Las recompensas poco solidarias del cuidado remunerado
La investigación de campo realizada en Teeside, en el noreste de Inglaterra, pone de relieve los vínculos entre la precariedad y los bajos salarios de los trabajadores que prestan cuidados de larga duración.
En su reciente artículo de Care Talk, Nancy Folbre analiza el uso que hacen los economistas de la palabra “precario”, que, en relación con el trabajo y los trabajadores, abarca la inseguridad, los bajos salarios y las condiciones que dificultan la planificación. Para mí, el último punto evocó pensamientos sobre los trabajadores inseguros y sin rumbo de la obra seminal de Richard Sennett La corrosión del carácter. La descripción general me recordó mi propia investigación doctoral sobre las condiciones del trabajo de primera línea en cuidados de larga duración para adultos jóvenes en Teesside, noreste de Inglaterra.

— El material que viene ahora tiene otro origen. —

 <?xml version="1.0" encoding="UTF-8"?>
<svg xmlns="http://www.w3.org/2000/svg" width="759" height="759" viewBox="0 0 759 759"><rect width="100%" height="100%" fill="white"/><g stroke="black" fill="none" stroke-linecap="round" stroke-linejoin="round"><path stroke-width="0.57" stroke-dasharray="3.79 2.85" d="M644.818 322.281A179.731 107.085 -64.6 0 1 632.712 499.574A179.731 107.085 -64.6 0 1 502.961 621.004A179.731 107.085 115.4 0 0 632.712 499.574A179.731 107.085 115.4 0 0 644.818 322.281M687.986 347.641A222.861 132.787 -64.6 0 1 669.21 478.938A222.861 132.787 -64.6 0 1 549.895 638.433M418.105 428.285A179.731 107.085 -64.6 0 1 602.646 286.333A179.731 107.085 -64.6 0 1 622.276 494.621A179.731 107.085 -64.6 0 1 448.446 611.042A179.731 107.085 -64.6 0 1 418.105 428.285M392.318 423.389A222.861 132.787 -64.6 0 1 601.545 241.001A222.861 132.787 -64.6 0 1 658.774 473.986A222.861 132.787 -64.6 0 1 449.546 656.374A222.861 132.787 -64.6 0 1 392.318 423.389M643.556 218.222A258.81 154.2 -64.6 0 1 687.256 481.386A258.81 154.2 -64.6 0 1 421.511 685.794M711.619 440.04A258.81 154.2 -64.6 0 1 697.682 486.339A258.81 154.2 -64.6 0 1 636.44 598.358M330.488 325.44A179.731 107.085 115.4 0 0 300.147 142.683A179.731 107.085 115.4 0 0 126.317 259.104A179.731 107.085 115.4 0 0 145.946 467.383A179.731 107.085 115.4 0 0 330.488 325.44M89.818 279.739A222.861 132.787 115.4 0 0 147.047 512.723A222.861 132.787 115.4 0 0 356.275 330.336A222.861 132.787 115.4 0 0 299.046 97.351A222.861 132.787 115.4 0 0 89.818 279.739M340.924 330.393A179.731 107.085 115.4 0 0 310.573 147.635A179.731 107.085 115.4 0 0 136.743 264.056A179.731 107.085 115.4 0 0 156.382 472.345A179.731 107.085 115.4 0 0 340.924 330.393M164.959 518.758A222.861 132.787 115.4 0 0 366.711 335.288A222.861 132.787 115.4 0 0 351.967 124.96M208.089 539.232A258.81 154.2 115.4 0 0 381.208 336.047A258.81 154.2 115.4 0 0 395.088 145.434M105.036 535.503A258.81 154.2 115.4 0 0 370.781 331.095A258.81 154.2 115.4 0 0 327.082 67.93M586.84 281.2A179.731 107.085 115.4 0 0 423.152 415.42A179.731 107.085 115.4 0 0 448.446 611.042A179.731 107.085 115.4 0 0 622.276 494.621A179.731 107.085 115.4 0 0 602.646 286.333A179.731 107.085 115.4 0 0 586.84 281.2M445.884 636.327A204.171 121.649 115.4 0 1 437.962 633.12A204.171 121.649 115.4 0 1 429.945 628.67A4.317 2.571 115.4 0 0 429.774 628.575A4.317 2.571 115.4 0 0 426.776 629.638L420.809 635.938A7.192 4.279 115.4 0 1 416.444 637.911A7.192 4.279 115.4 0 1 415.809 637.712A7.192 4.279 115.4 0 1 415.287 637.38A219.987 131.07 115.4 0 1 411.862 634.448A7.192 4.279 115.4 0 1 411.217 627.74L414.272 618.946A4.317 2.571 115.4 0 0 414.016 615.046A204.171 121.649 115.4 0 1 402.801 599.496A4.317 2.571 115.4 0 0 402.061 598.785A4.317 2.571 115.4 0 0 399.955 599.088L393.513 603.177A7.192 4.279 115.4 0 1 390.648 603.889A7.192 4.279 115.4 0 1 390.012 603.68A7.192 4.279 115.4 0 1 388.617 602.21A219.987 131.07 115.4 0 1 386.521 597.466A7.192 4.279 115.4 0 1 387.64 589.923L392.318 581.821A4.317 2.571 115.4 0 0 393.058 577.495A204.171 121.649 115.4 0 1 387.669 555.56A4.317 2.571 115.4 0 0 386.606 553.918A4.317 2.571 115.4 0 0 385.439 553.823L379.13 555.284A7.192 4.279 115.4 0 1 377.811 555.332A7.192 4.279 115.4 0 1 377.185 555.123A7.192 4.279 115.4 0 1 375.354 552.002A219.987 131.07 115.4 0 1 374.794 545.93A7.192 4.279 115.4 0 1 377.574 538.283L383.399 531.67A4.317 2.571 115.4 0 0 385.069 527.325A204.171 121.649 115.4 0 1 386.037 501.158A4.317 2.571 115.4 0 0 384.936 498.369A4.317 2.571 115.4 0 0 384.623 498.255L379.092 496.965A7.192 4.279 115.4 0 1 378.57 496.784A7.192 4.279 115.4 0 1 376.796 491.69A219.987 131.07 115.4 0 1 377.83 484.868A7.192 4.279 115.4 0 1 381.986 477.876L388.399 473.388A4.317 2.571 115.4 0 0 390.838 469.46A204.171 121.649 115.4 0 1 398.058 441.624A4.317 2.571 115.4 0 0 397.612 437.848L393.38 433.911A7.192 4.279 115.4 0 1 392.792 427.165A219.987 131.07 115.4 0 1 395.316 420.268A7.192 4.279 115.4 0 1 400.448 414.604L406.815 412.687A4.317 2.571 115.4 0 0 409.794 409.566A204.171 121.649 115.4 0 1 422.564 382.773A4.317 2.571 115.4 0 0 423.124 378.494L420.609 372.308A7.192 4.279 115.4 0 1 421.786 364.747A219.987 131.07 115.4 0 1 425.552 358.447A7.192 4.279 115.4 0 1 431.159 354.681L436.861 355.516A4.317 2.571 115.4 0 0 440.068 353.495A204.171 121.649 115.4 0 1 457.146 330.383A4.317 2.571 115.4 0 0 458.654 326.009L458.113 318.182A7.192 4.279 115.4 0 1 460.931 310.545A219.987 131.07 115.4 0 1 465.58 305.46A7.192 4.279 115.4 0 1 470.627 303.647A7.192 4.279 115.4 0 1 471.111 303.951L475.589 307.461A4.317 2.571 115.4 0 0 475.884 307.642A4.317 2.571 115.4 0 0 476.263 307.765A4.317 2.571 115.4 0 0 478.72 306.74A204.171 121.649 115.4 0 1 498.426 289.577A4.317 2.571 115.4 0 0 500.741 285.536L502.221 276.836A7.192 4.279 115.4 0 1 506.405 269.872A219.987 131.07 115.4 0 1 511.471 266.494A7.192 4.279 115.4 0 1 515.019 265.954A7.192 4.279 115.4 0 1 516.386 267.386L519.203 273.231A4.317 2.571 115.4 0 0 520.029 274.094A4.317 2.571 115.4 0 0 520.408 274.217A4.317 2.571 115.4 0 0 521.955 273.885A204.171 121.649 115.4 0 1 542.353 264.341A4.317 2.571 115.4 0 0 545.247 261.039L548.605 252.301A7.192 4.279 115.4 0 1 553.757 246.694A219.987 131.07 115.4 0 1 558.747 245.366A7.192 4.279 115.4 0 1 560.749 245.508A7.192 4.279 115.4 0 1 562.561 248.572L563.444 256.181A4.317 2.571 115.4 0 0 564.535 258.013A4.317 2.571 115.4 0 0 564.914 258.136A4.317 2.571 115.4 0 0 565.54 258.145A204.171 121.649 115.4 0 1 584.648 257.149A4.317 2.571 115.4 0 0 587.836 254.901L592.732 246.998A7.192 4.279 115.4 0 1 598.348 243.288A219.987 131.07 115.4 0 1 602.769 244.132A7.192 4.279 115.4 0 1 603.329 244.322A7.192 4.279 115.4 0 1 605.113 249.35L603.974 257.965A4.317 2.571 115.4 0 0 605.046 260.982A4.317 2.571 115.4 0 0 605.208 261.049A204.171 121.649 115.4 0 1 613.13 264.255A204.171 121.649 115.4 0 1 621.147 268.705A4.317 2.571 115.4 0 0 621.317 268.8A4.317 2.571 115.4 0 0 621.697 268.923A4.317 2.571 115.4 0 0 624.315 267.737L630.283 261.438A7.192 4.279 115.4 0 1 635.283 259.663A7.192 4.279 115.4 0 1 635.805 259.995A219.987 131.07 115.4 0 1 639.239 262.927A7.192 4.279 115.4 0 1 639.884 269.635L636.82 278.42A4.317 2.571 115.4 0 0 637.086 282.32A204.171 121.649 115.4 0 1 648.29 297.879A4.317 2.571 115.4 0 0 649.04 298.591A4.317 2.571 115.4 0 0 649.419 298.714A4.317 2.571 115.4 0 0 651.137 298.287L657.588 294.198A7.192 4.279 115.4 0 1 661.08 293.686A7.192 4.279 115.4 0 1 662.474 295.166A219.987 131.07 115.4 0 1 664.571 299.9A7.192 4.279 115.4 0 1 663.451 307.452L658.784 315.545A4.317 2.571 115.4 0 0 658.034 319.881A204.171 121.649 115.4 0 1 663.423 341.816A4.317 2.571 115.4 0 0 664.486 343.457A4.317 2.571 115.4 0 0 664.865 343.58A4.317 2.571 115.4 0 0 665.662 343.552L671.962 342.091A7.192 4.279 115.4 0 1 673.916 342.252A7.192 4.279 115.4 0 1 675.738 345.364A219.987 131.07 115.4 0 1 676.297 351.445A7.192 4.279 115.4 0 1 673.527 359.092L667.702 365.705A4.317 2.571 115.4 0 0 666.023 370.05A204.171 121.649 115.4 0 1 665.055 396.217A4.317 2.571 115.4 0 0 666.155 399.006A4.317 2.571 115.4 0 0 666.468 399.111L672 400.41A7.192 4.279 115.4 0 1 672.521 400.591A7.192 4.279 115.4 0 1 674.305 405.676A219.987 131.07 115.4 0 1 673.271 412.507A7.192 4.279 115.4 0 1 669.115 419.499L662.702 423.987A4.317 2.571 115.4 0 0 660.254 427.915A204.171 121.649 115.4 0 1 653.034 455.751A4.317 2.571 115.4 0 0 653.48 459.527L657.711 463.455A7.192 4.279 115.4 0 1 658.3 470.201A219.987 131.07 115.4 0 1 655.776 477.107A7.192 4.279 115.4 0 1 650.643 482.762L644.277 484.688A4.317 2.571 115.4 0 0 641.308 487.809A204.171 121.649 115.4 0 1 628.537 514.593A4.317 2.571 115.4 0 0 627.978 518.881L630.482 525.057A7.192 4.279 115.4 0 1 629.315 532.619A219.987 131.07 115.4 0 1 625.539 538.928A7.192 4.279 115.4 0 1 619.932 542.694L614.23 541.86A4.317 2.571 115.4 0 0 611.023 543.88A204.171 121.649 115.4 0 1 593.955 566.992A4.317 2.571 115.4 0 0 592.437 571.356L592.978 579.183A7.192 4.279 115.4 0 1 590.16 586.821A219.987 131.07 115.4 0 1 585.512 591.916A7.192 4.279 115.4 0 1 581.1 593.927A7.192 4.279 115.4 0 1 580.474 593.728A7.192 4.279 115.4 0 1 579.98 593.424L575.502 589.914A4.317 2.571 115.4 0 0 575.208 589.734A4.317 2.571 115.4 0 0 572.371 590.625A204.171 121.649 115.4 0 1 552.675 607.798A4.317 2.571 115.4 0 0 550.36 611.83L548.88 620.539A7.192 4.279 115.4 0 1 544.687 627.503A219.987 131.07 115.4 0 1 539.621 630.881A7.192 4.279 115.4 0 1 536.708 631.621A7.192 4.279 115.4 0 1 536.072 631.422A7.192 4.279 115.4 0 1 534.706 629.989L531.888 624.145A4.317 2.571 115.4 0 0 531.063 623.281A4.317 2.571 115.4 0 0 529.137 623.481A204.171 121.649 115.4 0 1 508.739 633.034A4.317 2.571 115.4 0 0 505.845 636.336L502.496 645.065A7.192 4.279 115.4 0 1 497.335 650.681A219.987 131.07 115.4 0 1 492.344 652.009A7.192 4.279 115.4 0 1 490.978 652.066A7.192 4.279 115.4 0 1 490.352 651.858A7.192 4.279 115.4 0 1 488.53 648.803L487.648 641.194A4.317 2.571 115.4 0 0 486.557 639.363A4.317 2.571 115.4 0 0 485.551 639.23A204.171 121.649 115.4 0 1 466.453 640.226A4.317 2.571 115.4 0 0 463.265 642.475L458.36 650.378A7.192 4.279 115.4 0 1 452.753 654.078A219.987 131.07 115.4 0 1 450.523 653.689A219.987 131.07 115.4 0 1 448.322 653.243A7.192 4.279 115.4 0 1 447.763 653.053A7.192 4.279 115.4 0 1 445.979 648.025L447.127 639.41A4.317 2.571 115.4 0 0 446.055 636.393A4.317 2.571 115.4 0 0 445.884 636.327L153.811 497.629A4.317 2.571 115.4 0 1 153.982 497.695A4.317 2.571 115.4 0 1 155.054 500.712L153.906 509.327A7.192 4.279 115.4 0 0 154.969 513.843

Parte de la literatura que conozco de Estados Unidos sobre el trabajo de cuidados pone en primer plano el trabajo precario, o al menos inseguro, como la etnografía densa y matizada de Clare Stacey sobre asistentes de atención domiciliaria, o la perspicaz novela de Lila Savage etnografía densa y matizada de Clare Stacey sobre asistentes de atención domiciliaria, o la perspicaz novela de Lila Savage centrada en la experiencia de un joven asistente de atención domiciliaria.
Para mi estudio, utilicé el marco de Guy Standing, construido sobre siete seguridades relacionadas con el trabajo, cuya ausencia constituye indicadores de trabajo precario. Si bien Standing utiliza estas seguridades a nivel social, yo las adopté como formas de pensar sobre la naturaleza estratificada de la (in)seguridad del trabajo de cuidados. Utilicé su término “seguridad de ingresos”, por ejemplo, para considerar el salario relativo, y “seguridad de representación” para investigar la actividad sindical.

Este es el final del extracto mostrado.